Samar Minallah’s Truck Artwork Wins Commonwealth Honor

Islamabad: Anthropologist Samar Minallah Khan has won the Commonwealth Innovation Award for successfully using truck art to highlight the country’s social issues, particularly the denial of the rights of women and children.

“Our fleet of trucks traveled across Pakistan, displaying messages about the basic rights of girls, especially their right to education, inheritance and protection,” Samar said. at ‘The News’.

According to her, she is one of 15 people from Commonwealth countries to have been honored for providing innovative solutions to pressing development challenges. The winning innovations are divided into five thematic areas reflecting the pillars of the Sustainable Development Goals, including people, planet, prosperity, peace and partnerships.

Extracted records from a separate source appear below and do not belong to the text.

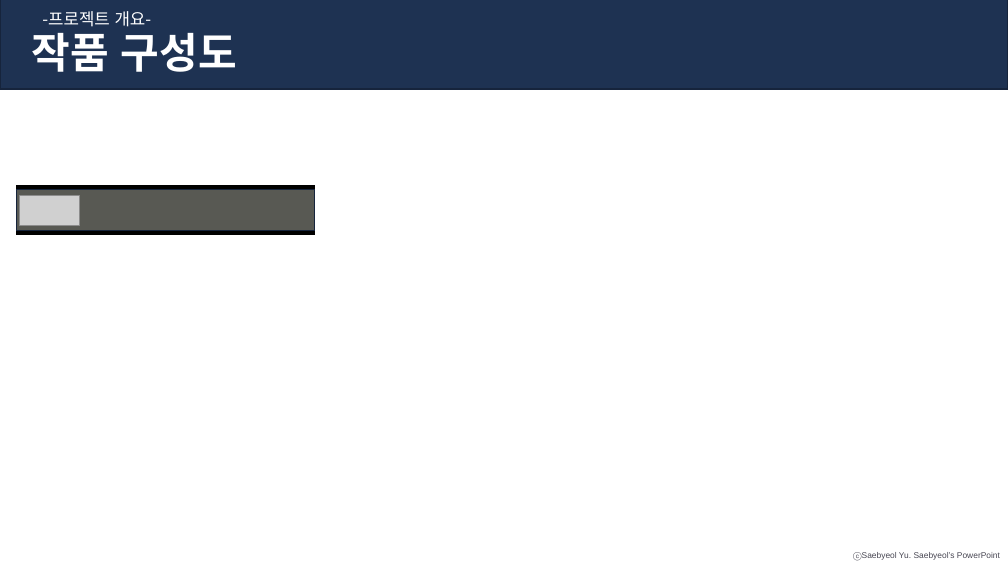
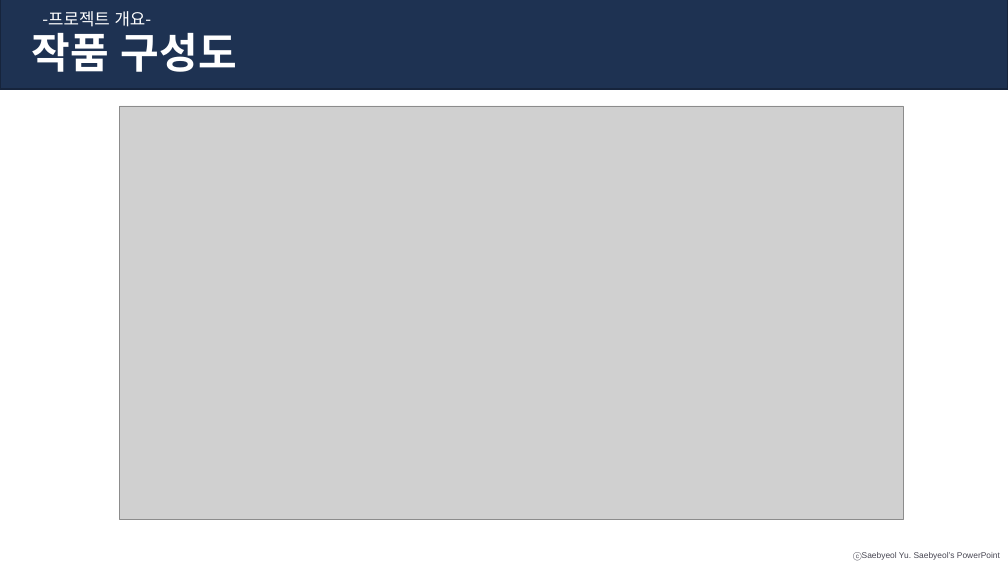
Before and after one commit to SW-Lee31/SF_project, a slide deck: slide 14 of 0113 포토폴리오.pptx. Drawn at 1008x567 pixels with LibreOffice and Linux fonts; fonts in the diff are those of the drawing; grey boxes stand for pictures; background and template pictures are left out. Boxes give left, top, right and bottom in pixels: in the first picture for what was removed or moved away, otherwise in the second. Text is boxed around its words. In the diff, an @@ line names an element or a change of style, - is before the commit and + after.

```diff
--- a/0113 포토폴리오.pptx
+++ b/0113 포토폴리오.pptx
@@ picture added at box(119, 106, 903, 520) @@
@@ rectangle removed at box(16, 186, 314, 235) @@
@@ rectangle removed at box(17, 190, 315, 231) @@
@@ picture removed at box(20, 195, 79, 225) @@
```
Also in this commit, not shown: 8 other slides changed, 5 slides added, 3 slides removed, 1 other file.

Samar, who pioneered the use of truck art to draw attention to social issues in the country, said that she, leading a team of artists and truckers, designed and replaced conventional truck images of men with those of empowered girls receiving an education. She said the trucks traveled through and reached remote parts of the country, so they served as mobile billboards.

“Our rolling billboards with messages and images drawn from local culture and traditions are helping to change mindsets and promote the empowerment of girls and women in remote areas of Pakistan,” she said. declared.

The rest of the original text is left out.